WHAT YOU SHOULD DO
Once the line with "Palette (. is" is found in the data, output it and each following line exactly, up to and including the line with "y 42: x 4 .", and nothing before or after.

DATA EXCERPTS

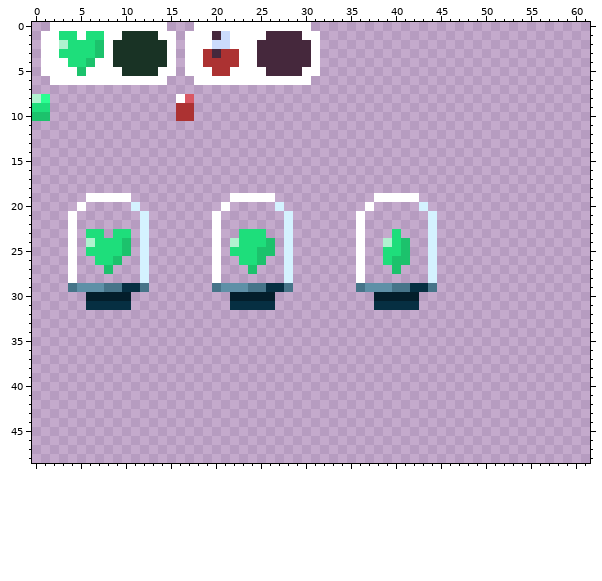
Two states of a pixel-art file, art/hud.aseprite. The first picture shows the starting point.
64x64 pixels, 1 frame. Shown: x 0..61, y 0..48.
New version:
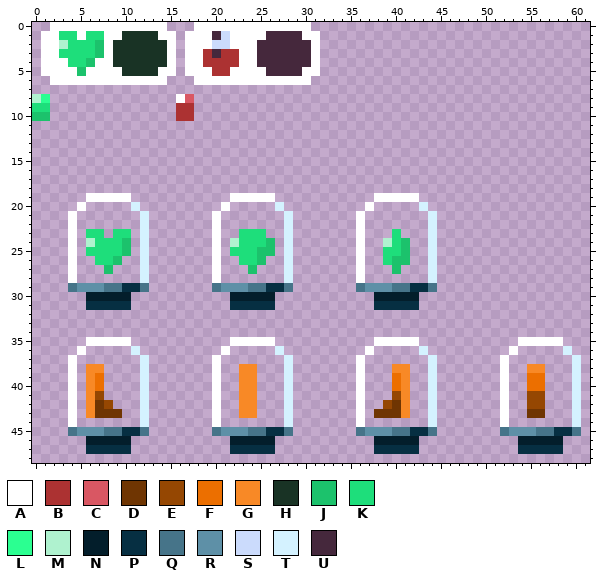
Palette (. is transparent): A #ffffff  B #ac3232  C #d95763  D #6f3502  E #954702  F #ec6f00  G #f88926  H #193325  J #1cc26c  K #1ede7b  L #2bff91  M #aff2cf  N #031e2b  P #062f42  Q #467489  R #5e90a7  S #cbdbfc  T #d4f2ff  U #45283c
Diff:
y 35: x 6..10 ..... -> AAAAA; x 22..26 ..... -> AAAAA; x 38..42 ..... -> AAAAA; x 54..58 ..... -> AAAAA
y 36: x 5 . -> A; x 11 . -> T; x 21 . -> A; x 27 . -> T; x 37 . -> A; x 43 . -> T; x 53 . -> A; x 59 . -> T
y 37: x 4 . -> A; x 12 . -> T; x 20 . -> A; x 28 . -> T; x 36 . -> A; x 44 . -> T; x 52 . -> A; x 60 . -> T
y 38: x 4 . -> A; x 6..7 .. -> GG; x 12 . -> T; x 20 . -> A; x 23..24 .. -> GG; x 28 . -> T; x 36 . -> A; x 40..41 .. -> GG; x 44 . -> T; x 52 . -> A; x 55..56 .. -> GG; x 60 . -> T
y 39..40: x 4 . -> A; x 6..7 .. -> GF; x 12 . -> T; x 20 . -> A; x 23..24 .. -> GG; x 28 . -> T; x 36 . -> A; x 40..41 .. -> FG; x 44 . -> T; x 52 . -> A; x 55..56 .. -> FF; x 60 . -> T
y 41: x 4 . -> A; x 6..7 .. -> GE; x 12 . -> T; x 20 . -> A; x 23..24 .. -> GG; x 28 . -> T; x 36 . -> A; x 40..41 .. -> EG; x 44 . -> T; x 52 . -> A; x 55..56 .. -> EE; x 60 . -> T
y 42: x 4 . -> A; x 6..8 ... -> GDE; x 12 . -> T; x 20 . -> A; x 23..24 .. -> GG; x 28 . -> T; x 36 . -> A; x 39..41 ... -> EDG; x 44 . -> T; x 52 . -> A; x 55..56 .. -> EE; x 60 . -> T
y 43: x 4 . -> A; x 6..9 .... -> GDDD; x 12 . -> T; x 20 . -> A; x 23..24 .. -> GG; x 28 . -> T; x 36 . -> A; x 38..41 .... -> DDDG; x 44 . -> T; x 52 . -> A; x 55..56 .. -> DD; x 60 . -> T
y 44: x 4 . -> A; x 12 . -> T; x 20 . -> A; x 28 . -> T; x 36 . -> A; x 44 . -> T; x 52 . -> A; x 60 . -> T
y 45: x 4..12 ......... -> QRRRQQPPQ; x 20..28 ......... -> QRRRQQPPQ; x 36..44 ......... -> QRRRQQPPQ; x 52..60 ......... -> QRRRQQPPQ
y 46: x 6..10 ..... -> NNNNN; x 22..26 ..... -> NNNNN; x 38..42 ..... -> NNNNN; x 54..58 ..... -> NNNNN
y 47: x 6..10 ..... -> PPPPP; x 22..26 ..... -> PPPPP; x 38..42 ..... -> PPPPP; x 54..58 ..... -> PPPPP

WRITTEN ANSWER
Palette (. is transparent): A #ffffff  B #ac3232  C #d95763  D #6f3502  E #954702  F #ec6f00  G #f88926  H #193325  J #1cc26c  K #1ede7b  L #2bff91  M #aff2cf  N #031e2b  P #062f42  Q #467489  R #5e90a7  S #cbdbfc  T #d4f2ff  U #45283c
Diff:
y 35: x 6..10 ..... -> AAAAA; x 22..26 ..... -> AAAAA; x 38..42 ..... -> AAAAA; x 54..58 ..... -> AAAAA
y 36: x 5 . -> A; x 11 . -> T; x 21 . -> A; x 27 . -> T; x 37 . -> A; x 43 . -> T; x 53 . -> A; x 59 . -> T
y 37: x 4 . -> A; x 12 . -> T; x 20 . -> A; x 28 . -> T; x 36 . -> A; x 44 . -> T; x 52 . -> A; x 60 . -> T
y 38: x 4 . -> A; x 6..7 .. -> GG; x 12 . -> T; x 20 . -> A; x 23..24 .. -> GG; x 28 . -> T; x 36 . -> A; x 40..41 .. -> GG; x 44 . -> T; x 52 . -> A; x 55..56 .. -> GG; x 60 . -> T
y 39..40: x 4 . -> A; x 6..7 .. -> GF; x 12 . -> T; x 20 . -> A; x 23..24 .. -> GG; x 28 . -> T; x 36 . -> A; x 40..41 .. -> FG; x 44 . -> T; x 52 . -> A; x 55..56 .. -> FF; x 60 . -> T
y 41: x 4 . -> A; x 6..7 .. -> GE; x 12 . -> T; x 20 . -> A; x 23..24 .. -> GG; x 28 . -> T; x 36 . -> A; x 40..41 .. -> EG; x 44 . -> T; x 52 . -> A; x 55..56 .. -> EE; x 60 . -> T
y 42: x 4 . -> A; x 6..8 ... -> GDE; x 12 . -> T; x 20 . -> A; x 23..24 .. -> GG; x 28 . -> T; x 36 . -> A; x 39..41 ... -> EDG; x 44 . -> T; x 52 . -> A; x 55..56 .. -> EE; x 60 . -> T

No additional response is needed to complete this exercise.